Il n'y a aucune anomalie dans la structure de ton disque dur, il y a assez de place, ta clé USB est bien en MBR en FAT32 et tu n'as aucun snapshot ! Pour le moment, je ne vois pas. Comme tu mentionnes ne pas y arriver depuis un certain temps, est-ce qu'à un moment ou à un autre tu as tenté avec Utilitaire de disque de faire des opérations, de préparer une partition en FAT32 puis de la supprimer ?

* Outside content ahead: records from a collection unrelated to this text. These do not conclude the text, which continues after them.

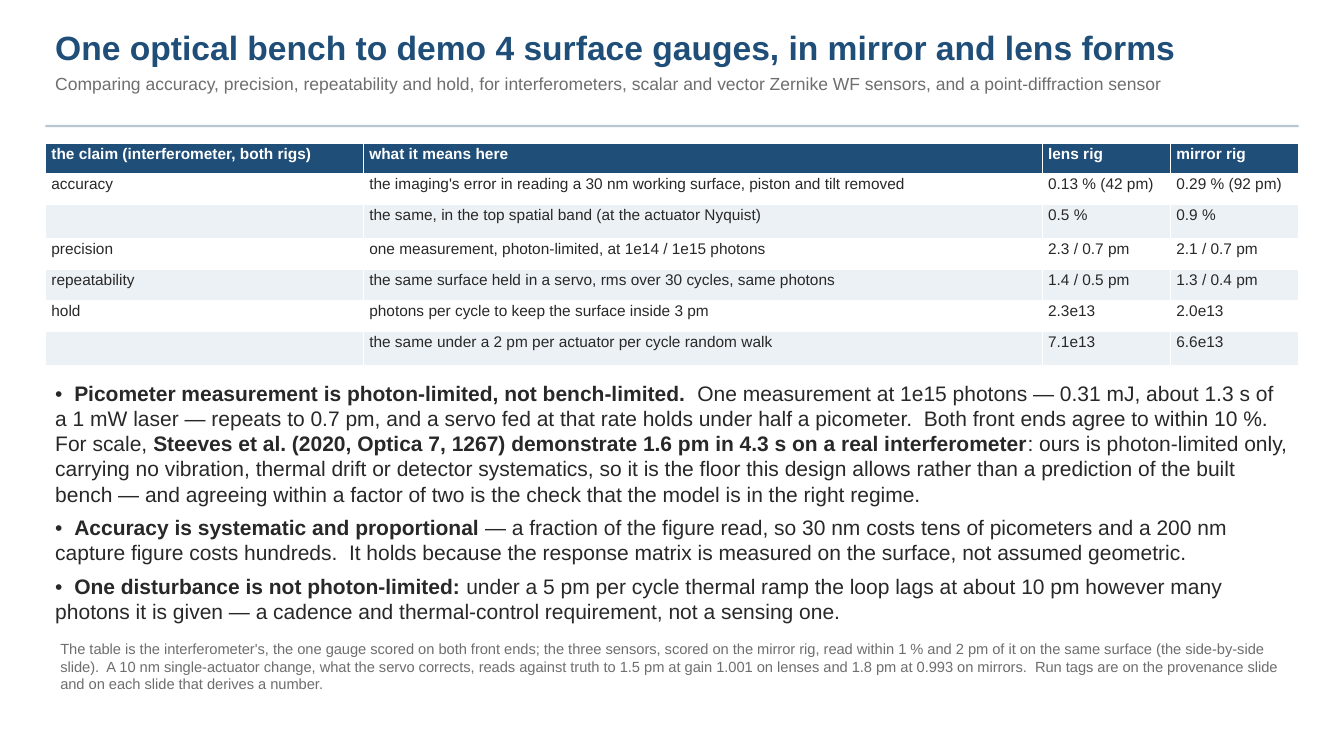
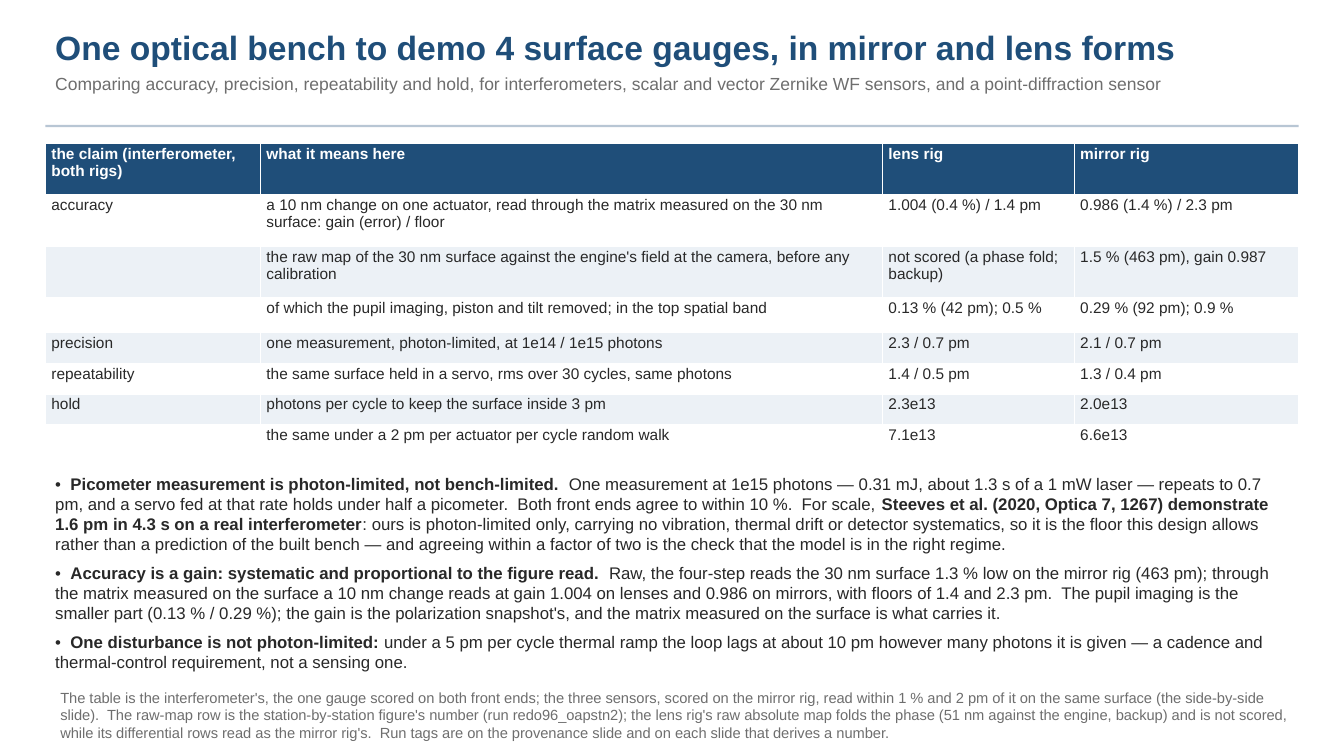
Before and after one commit to nasa-jpl/macos, a slide deck: slide 3 of demo_session/deck_gauges.pptx. Drawn at 1344x756 pixels with LibreOffice and Linux fonts; fonts in the diff are those of the drawing. Boxes give left, top, right and bottom in pixels: in the first picture for what was removed or moved away, otherwise in the second. Text is boxed around its words. In the diff, an @@ line names an element or a change of style, - is before the commit and + after.

```diff
--- a/demo_session/deck_gauges.pptx
+++ b/demo_session/deck_gauges.pptx
@@ table at [45, 143, 1299, 453] @@
-row 2: accuracy | the imaging's error in reading a 30 nm working surface, piston and tilt removed | 0.13 % (42 pm) | 0.29 % (92 pm)
-row 3:  | the same, in the top spatial band (at the actuator Nyquist) | 0.5 % | 0.9 %
+row 2: accuracy | a 10 nm change on one actuator, read through the matrix measured on the 30 nm surface: gain (error) / floor | 1.004 (0.4 %) / 1.4 pm | 0.986 (1.4 %) / 2.3 pm
+row 3:  | the raw map of the 30 nm surface against the engine's field at the camera, before any calibration | not scored (a phase fold; backup) | 1.5 % (463 pm), gain 0.987
+row 4:  | of which the pupil imaging, piston and tilt removed; in the top spatial band | 0.13 % (42 pm); 0.5 % | 0.29 % (92 pm); 0.9 %
@@ text "• Picometer measurement is photon-limited, ...": place and size @@
-text "• Picometer measurement is photon-limited, ..." at [55, 385, 1287, 624]
+text "• Picometer measurement is photon-limited, ..." at [55, 478, 1269, 672]
@@ text at [55, 478, 1269, 672]: size 15 to 12 pt in "• Picometer measurement is photon-limited, not bench-limited ...", "• One disturbance is not photon-limited: under ..." @@
@@ text at [55, 567, 1269, 623]: text changed; size 15 to 12 pt @@
-• Accuracy is systematic and proportional — a fraction of the figure read, so 30 nm costs tens of picometers and a 200 nm capture figure costs hundreds. It holds because the response matrix is measured on the surface, not assumed geometric.
+• Accuracy is a gain: systematic and proportional to the figure read. Raw, the four-step reads the 30 nm surface 1.3 % low on the mirror rig (463 pm); through the matrix measured on the surface a 10 nm change reads at gain 1.004 on lenses and 0.986 on mirrors, with floors of 1.4 and 2.3 pm. The pupil imaging is the smaller part (0.13 % / 0.29 %); the gain is the polarization snapshot's, and the matrix measured on the surface is what carries it.
@@ text at [60, 692, 1287, 741]: text changed @@
-The table is the interferometer's, the one gauge scored on both front ends; the three sensors, scored on the mirror rig, read within 1 % and 2 pm of it on the same surface (the side-by-side slide). A 10 nm single-actuator change, what the servo corrects, reads against truth to 1.5 pm at gain 1.001 on lenses and 1.8 pm at 0.993 on mirrors. Run tags are on the provenance slide and on each slide that derives a number.
+The table is the interferometer's, the one gauge scored on both front ends; the three sensors, scored on the mirror rig, read within 1 % and 2 pm of it on the same surface (the side-by-side slide). The raw-map row is the station-by-station figure's number (run redo96_oapstn2); the lens rig's raw absolute map folds the phase (51 nm against the engine, backup) and is not scored, while its differential rows read as the mirror rig's. Run tags are on the provenance slide and on each slide that derives a number.
```
Also in this commit, not shown: 9 other files.

Tu quittes Utilitaires de disque, tu éjectes ta clé USB, si tu as fais un double-clic sur le fichier .iso qui a pour nom exact *Win10_1909_French_x64.iso* tu l'éjectes et tu recommences la séquence de formatage comme en réponse #4. Tu procèdes comme dans la copie écran, en cas d'échec tu recommences toutes les manipulations mais tu choisiras...Schéma : Enregistrement de démarrage principal (MBR) et vois ce qu'il se passe.


----------



## Paul'o Mc Joe (14 Avril 2020)

Alors, très bonne nouvelle, cela a fonctionné et j'ai pu rétablir internet, le bluetooth etc !!!! Merci beaucoup !

Par contre impossible d'avoir du son, une idée là dessus ?


----------